JJ, it’s looking doubtful at this point in his career that he is going to get those NHL games in also. :p

Posted by Steve Strowbridge from St. John’s, NL, CA on 07/24/11 at 11:08 AM ET

Hahaha. I bet he’d look like my avatar standing on skates.

Posted by J.J. from Kansas on 07/24/11 at 02:33 PM ET

Avatar

Simple argument against Osgood? He wasn’t one of the best at his position very often during his career. He compiled stats without being an exceptional contributor to many great Red Wings teams. Take a look at Vezina voting—which should not be taken as gospel, but it backs up what a lot of people would say just watching Osgood over the course of his career.

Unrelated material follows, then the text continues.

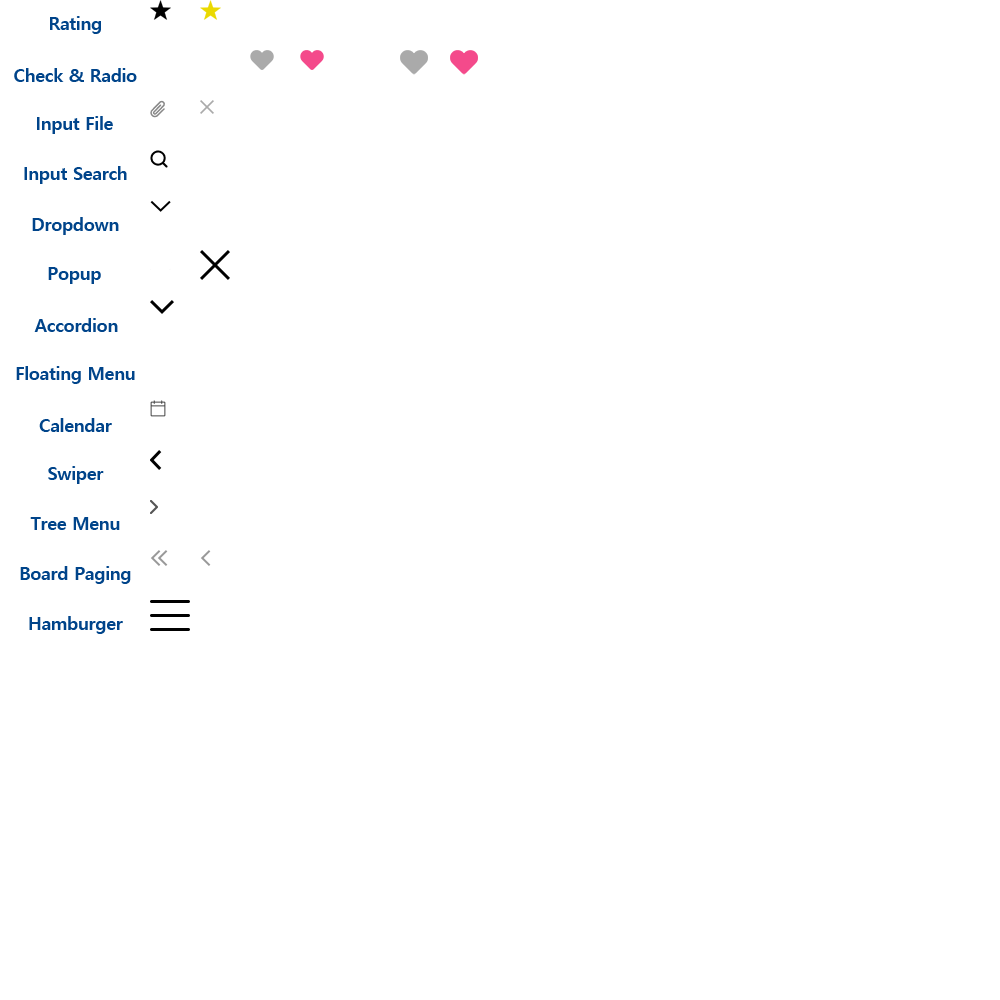
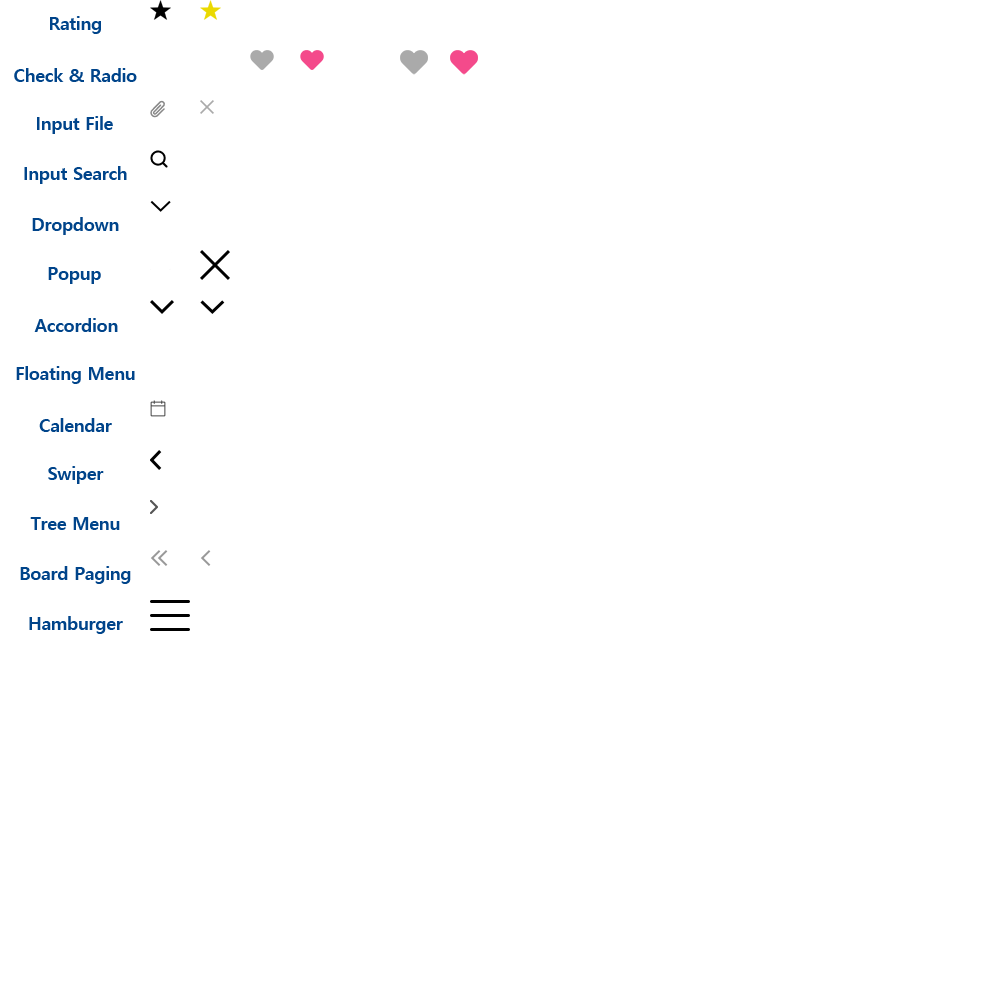
Layer changes from the first 1000px x 1000px image to the second:
added layer "레이어 42" in group "Accordion" over bbox(200, 300, 225, 314)

Through 2008, and I’m hoping he hasn’t gotten votes since then, here is his Vezina history

Osgood:
94-95: 5 (0-1-2)
95-96: 46 (5-6-3)
97-98: 3 (0-1-0)
07-08: 1 (0-0-1)

Compare that to
Joseph:
93-94: 10 (1-1-2)
94-95: 3 (0-1-0)
96-97: 2 (0-0-2)
98-99: 64 (10-4-2)
99-00: 23 (2-3-4)
00-01: 4 (0-1-1)
01-02: 1 (0-0-1)

Kolzig:
97-98: 5 (0-0-5)
99-00: 110 (14-13-1)
02-03: 1 (0-0-0-0-1) ?

Byron Dafoe
97-98: 1 0-0-1
98-99: 58 8-4-6
01-02: 1 (0-0-1)

Irbe:
93-94: 9 (1-1-1)
94-95: 1 0-0-1
98-99: 1 0-0-1
00-01: 2 0-0-2

Beezer:
85-86: 60 (9-3-6)
86-87: 6 (1-0-1)
87-88: 12 (1-2-1)
88-89: 6 (1-0-1)
91-92: 7 (0-1-4)
93-94: 64 (6-10-4)
94-95: 11 (1-1-3)
95-96: 11 (2-0-1)
96-97: 1 (0-0-1)

Barraso:
83-84: 42 (4-6-4)
84-85: 58 (7-6-5)
85-86: 1
87-88: 22 2-3-3
88-89: 3 0-1-0
92-93: 70 7-10-5
97-98: 26 0-7-5

Liut:
79-80: 6th in Hart voting
80-81: 2nd in Hart
81-82: received a couple all-star votes
83-84: 1 0-0-1
85-86: 4 0-1-1
86-87: 60 7-8-1
87-88: 2 0-0-2
89-90: 4 0-1-1

Richter:
89-90: 1 0-0-1
90-91: 12 1-1-4
91-92: 1 0-0-1
93-94: 8 0-1-5
96-97: 2 0-0-2

Vernon:
86-87: 1
87-88: 14 0-4-2
88-89: 54 5-9-2
90-91: 1 0-0-1
94-95: 21 3-1-3
97-98: 1

Moog:
1984-85   4   0   1   1   7  
1985-86   3   0   1   0   8  
1986-87   4   0   1   1   8  
1989-90   26   2   2   10   3  
1990-91   7   0   1   4   5  
1992-93   5   0   1   2   5  
1996-97   1   0   0   1   7  

Ozzie was once a postseason all-star.

Should Osgood get credit for his very solid, winning playoff performances and longevity? Absolutely. He backstopped two Cup winners, and scores big points for that. They weren’t Smythe worthy but he did what was needed to help his team win.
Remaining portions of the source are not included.